Deepan Shankar was a MSc student at Faculty of Computer Science of Dalhousie University. His research focused on anticipating anomalies in time series data.
Title: Forecasting algae blooms in aquaculture using mussels' openings data
Supervisor: Luis Torgo
MSc in Computer Science
Time series data consists of a series of measurements collected over a period of time. This type of data is very relevant in several domains, including healthcare, manufacturing, finance, environment, and many more. For these domains it is frequently of key importance to be able to predict the future values of these time series. Activity monitoring is a related task where time series data is used as input signals to some events whose occurrence is supposed to depend on the values of these series. In these tasks these events are typically of critical importance to the end users and the goal is to be able to anticipate them with sufficient lead time. Due to the uncertainty of the future, forecasting and anticipating these scenarios could help prevent or mitigate any hazardous activities. In this thesis we address one of such applications - the anticipation of algae blooms in aquaculture industries. More specifically, we propose a method for anticipating algae blooms based on measurements of mussels' valve openings that domain experts think can be used as bio-sentinels of the blooms.

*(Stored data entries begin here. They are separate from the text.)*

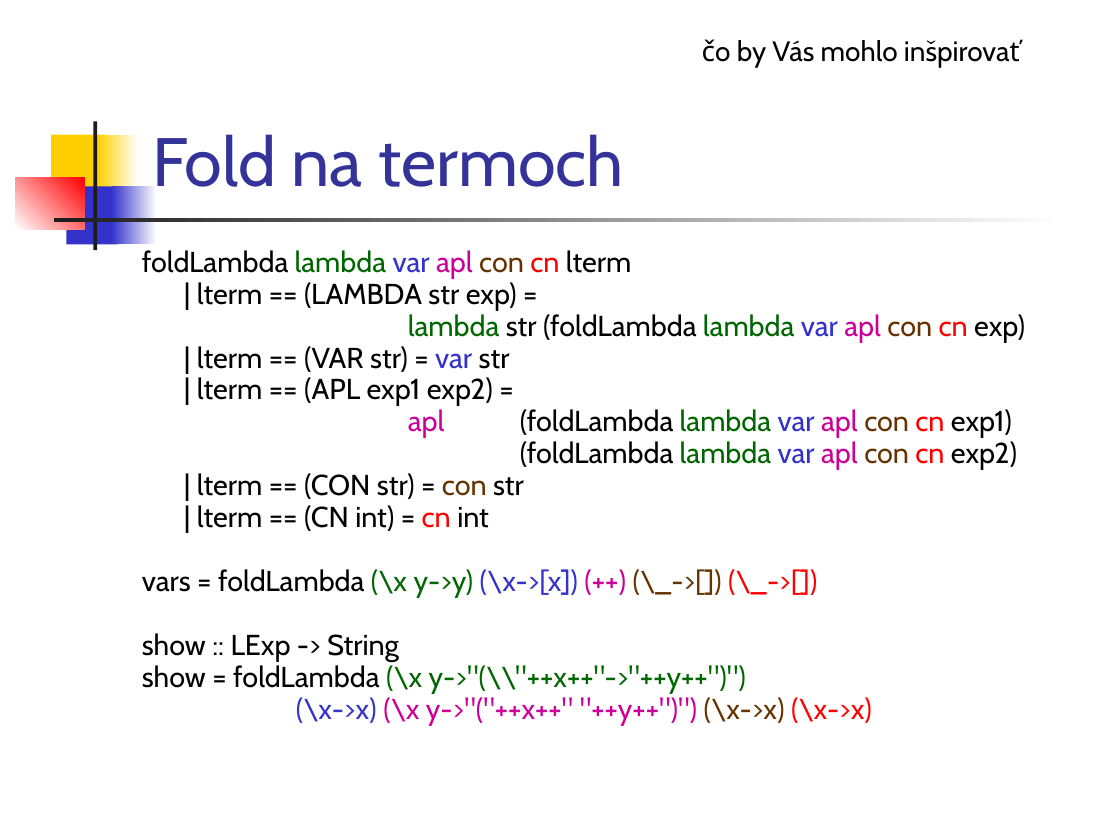
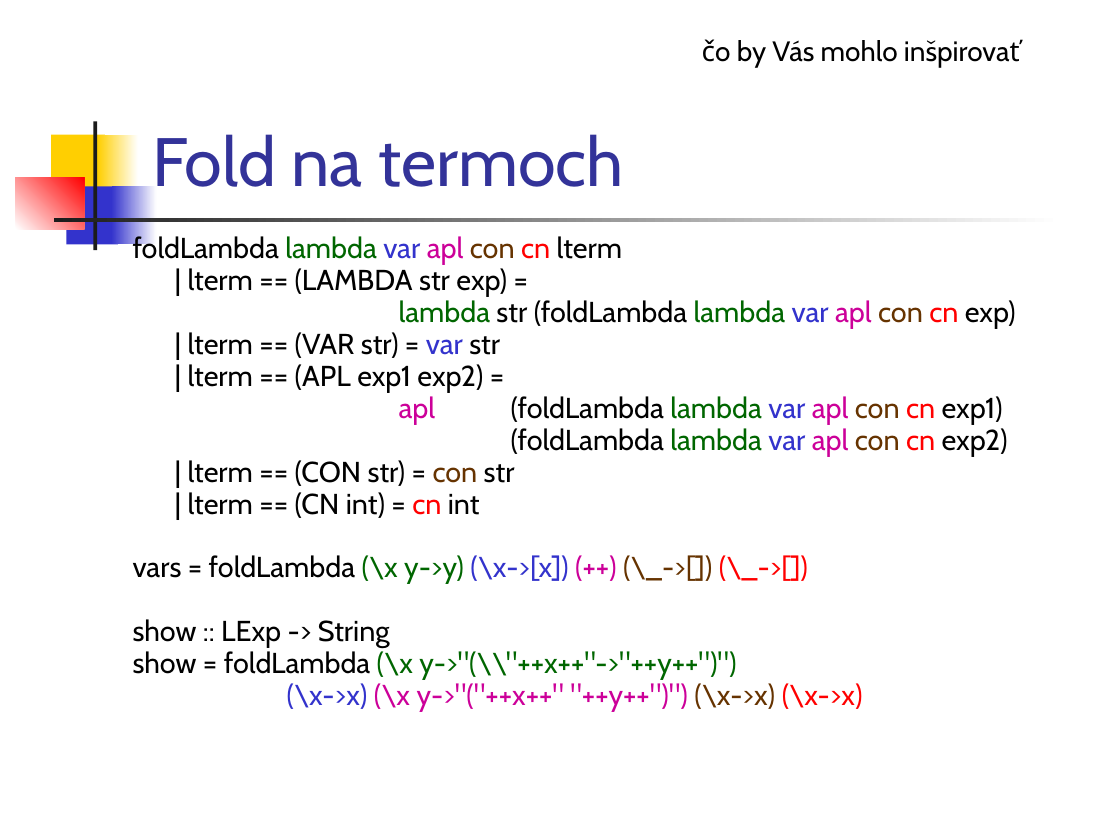
Before and after one commit to Funkcionalne/Prednasky, a slide deck: slide 3 of 06/06_fpro.ppt. Drawn at 1120x840 pixels with LibreOffice and Linux fonts; fonts in the diff are those of the drawing. Boxes give left, top, right and bottom in pixels: in the first picture for what was removed or moved away, otherwise in the second. Text is boxed around its words. In the diff, an @@ line names an element or a change of style, - is before the commit and + after.

```diff
--- a/06/06_fpro.ppt
+++ b/06/06_fpro.ppt
@@ text "foldLambda lambda var apl con ..." moved from (x1=142, y1=250, x2=1025, y2=726) to (x1=133, y1=233, x2=1016, y2=712) @@
```
Also in this commit, not shown: 3 other slides changed, 11 other files.
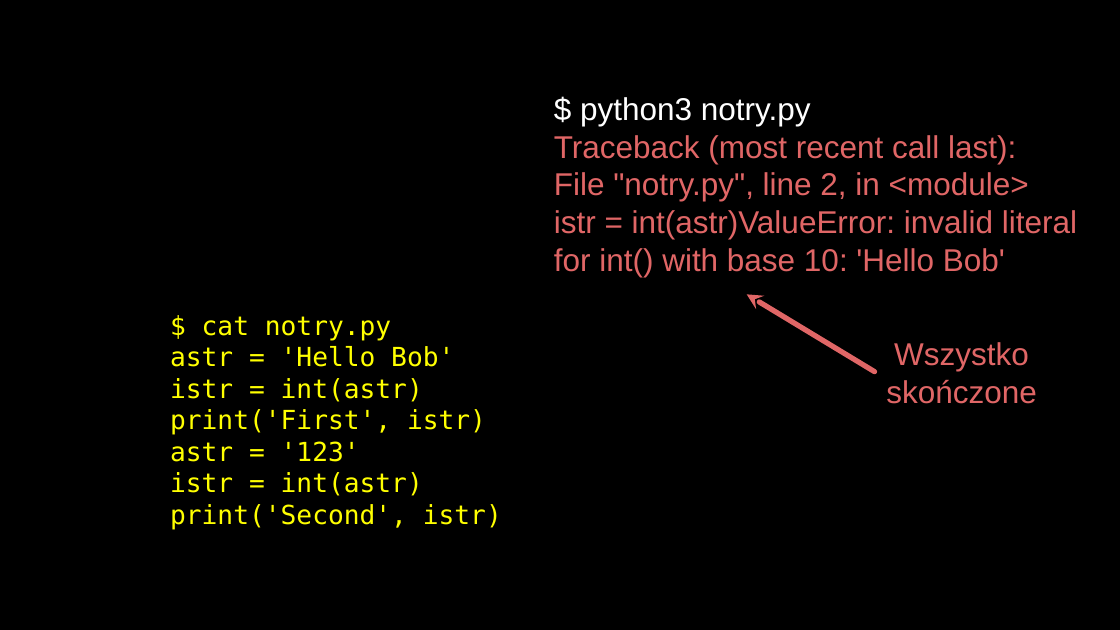
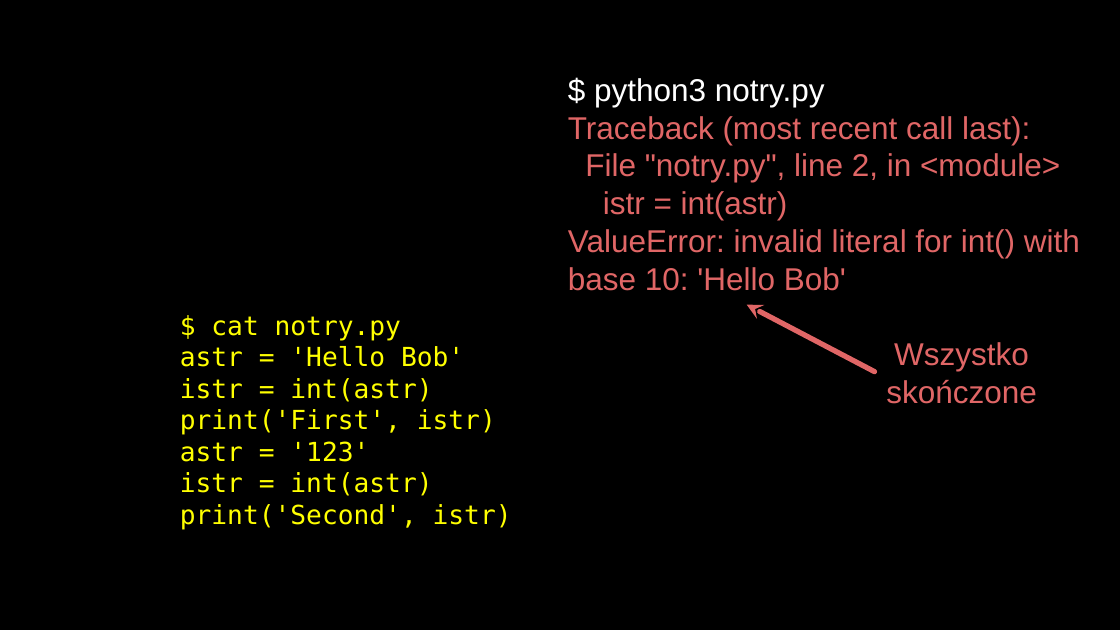
Before and after one commit to andre-wojtowicz/py4e-pl, a slide deck: slide 23 of lectures3/Pythonlearn-03-Conditional.pptx. Drawn at 1120x630 pixels with LibreOffice and Linux fonts; fonts in the diff are those of the drawing. Boxes give left, top, right and bottom in pixels: in the first picture for what was removed or moved away, otherwise in the second. Text is boxed around its words. In the diff, an @@ line names an element or a change of style, - is before the commit and + after.

```diff
--- a/lectures3/Pythonlearn-03-Conditional.pptx
+++ b/lectures3/Pythonlearn-03-Conditional.pptx
@@ text "$ python3 notry.py": place and size @@
-text "$ python3 notry.py" at box(554, 97, 1077, 277)
+text "$ python3 notry.py" at box(568, 78, 1080, 291)
@@ text at box(568, 116, 1080, 291): text changed @@
-Traceback (most recent call last): File "notry.py", line 2, in <module> istr = int(astr)ValueError: invalid literal for int() with base 10: 'Hello Bob'
+Traceback (most recent call last):
+File "notry.py", line 2, in <module>
+istr = int(astr)
+ValueError: invalid literal for int() with base 10: 'Hello Bob'
@@ text "$ cat notry.py": place and size @@
-text "$ cat notry.py" at box(170, 316, 502, 530)
+text "$ cat notry.py" at box(180, 316, 512, 530)
@@ arrow moved from (746, 294) - (874, 372) to (746, 305) - (874, 372) @@
```
Also in this commit, not shown: 15 other slides changed, 39 other files.

In this thesis we use machine learning models to address this predictive task and obtain models that can predict future algal bloom events based on the micro closures of the mussels. We focus our goal on predicting the presence of the algae Alexandrium Tamarense in the water environment. Due to the rarity of these events, sampling procedures were used to balance the distribution of the target variable to facilitate the task of the learning algorithms. Overall, the experimental comparisons we have carried out have shown that we were able to obtain very good results, particularly in terms of being able to signal a high percentage of the blooms although with some false alarms. Our results have also shown the advantage of adding sampling procedures to overcome the imbalanced distribution of our target variable.